Para ti, minha filha,

Deixo de herança todas as minhas mazelas.

Que tua alma se consuma feito a minha,

No caldeirão de malfeitos no qual fui marinada e ungida,

Posto que sou sagrada.

Mas que tu entendas, minha filha:

Até os meus malfeitos são perfeitos –

Milimetricamente perfeitos –

Lustrosos e rebuscados ao ponto de mentes menos sagazes os defenderem.

Sou teu arquétipo e não admito que diferente de mim sejas.

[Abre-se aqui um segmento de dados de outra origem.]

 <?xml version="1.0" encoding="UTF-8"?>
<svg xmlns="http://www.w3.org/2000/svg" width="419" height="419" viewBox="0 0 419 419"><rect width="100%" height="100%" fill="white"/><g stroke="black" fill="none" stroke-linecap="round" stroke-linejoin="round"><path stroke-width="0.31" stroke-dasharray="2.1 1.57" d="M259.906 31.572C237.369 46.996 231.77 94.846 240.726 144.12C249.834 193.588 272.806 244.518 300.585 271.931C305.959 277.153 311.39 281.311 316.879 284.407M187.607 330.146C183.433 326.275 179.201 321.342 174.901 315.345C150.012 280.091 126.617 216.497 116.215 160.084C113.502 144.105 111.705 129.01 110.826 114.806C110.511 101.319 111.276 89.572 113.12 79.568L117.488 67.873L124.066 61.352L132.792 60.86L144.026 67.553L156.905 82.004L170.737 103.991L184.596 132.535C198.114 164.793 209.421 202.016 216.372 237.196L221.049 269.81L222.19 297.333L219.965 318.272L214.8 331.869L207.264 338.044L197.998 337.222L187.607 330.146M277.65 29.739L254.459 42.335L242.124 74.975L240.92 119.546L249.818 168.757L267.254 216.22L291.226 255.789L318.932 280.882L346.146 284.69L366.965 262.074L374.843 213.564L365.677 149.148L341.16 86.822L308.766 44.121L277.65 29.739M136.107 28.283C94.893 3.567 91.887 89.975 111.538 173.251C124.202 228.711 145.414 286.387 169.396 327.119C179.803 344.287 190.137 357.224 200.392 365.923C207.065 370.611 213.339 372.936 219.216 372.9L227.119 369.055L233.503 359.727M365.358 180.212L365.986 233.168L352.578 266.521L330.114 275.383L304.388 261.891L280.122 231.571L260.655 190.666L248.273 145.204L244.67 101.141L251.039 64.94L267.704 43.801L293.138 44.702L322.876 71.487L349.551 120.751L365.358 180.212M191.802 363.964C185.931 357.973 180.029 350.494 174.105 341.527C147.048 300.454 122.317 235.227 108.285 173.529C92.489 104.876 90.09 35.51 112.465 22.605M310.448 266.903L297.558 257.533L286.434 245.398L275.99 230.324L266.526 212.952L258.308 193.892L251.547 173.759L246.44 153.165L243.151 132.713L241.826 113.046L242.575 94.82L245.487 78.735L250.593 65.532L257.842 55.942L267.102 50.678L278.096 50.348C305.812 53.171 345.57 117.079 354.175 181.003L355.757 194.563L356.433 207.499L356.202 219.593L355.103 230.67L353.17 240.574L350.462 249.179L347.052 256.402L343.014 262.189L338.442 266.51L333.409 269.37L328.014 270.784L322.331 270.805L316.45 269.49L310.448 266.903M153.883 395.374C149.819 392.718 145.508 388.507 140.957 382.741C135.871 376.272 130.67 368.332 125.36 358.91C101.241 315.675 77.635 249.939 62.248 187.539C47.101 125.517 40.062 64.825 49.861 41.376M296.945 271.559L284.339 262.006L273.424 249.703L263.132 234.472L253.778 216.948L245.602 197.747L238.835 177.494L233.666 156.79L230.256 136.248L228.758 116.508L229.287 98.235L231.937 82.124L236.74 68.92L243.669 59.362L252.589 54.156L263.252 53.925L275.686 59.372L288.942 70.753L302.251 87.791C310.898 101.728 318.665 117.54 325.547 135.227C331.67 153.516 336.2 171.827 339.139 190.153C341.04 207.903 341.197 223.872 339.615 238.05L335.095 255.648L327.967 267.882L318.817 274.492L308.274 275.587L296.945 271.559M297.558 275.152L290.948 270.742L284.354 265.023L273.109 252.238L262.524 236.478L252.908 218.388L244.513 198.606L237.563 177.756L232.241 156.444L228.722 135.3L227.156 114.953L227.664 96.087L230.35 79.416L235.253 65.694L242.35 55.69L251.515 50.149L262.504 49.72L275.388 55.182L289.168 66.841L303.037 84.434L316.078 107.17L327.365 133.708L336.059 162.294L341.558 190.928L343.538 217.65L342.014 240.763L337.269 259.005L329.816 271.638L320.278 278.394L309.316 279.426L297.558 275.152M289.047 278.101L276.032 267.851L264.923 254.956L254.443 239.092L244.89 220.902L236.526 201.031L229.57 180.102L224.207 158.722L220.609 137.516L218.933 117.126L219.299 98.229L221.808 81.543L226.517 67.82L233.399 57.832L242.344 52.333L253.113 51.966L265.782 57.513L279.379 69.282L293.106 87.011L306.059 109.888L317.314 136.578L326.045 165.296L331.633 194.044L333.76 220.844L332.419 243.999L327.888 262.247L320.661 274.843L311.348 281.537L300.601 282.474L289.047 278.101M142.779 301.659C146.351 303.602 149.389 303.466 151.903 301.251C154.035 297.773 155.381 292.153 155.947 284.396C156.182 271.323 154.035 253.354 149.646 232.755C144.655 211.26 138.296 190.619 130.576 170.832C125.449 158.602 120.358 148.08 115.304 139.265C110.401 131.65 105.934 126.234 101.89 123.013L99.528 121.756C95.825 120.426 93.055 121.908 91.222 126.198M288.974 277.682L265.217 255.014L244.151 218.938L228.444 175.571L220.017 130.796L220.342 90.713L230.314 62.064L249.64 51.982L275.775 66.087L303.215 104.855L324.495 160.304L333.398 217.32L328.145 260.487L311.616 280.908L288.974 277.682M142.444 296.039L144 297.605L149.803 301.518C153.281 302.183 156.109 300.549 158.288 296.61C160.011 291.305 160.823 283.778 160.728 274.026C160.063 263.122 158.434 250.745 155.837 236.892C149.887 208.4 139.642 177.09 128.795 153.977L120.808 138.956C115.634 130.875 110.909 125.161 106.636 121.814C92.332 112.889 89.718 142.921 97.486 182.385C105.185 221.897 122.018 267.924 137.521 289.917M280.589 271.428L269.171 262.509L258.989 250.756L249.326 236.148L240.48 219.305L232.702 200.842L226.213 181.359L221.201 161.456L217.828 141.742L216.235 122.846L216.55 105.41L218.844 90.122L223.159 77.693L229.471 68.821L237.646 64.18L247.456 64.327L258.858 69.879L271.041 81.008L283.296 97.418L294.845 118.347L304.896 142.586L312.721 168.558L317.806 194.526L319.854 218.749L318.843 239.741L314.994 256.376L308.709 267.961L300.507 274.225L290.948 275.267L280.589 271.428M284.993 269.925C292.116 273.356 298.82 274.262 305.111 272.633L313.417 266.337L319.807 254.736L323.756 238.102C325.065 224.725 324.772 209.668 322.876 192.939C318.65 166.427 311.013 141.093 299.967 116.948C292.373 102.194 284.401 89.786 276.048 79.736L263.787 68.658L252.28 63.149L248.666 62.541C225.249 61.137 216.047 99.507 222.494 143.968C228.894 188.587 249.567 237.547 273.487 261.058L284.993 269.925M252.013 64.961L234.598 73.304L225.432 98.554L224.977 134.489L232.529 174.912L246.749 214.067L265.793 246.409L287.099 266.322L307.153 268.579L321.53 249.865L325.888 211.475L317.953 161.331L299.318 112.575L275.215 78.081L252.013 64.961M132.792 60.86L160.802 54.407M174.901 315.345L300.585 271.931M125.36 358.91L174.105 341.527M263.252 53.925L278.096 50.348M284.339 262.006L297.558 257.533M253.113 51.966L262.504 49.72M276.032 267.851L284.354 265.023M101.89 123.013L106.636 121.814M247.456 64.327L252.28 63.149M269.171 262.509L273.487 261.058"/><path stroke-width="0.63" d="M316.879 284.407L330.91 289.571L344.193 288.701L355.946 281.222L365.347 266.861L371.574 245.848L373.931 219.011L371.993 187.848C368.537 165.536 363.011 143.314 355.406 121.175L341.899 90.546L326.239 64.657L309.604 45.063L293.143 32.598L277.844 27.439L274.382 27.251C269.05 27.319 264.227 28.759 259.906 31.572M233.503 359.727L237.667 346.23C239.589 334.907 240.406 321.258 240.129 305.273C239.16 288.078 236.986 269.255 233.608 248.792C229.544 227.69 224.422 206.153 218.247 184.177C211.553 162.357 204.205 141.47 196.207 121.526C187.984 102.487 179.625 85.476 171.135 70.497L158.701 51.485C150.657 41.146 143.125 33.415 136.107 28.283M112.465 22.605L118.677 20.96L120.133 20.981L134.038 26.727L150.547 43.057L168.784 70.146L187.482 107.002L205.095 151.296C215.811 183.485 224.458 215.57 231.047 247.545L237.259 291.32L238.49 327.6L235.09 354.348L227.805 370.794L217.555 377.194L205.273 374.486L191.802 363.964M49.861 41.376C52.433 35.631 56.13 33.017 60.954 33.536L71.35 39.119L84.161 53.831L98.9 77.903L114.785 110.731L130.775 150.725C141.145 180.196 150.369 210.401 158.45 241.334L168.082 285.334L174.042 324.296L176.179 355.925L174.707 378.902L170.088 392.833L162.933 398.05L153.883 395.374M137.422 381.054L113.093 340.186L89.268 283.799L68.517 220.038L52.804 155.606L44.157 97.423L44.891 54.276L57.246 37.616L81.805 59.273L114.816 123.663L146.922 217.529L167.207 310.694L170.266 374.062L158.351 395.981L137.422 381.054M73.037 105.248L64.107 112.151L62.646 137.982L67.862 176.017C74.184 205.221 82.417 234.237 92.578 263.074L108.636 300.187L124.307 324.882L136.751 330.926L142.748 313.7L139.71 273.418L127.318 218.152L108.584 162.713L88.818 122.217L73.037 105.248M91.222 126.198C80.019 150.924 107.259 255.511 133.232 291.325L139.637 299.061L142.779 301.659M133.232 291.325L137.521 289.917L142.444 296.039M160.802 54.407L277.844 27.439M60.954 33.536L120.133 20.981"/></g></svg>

Sou tua juíza e teu algoz –

Cassei tua voz! –

E projeto em ti tudo que sou,

Que nego,

Que invejo –

Sou pura inveja! –

Que odeio,

Que gostaria de ter sido,

Que nunca fui.

Agradeças, minha filha.

E quando pensares em ser diferente,

Bem no fundo da tua mente,

Ouvirás a minhas voz e não te atentarás

Que sou dona do teu inconsciente.

Esta é para ti a minha fiel herança:

Tornei-te esta insegura criança,

Que jamais será capaz de perceber,

Até mesmo quando adulta,

Que és apenas mais uma de minhas infinitas –

E ainda assim narcisicamente perfeitas –

Lambanças.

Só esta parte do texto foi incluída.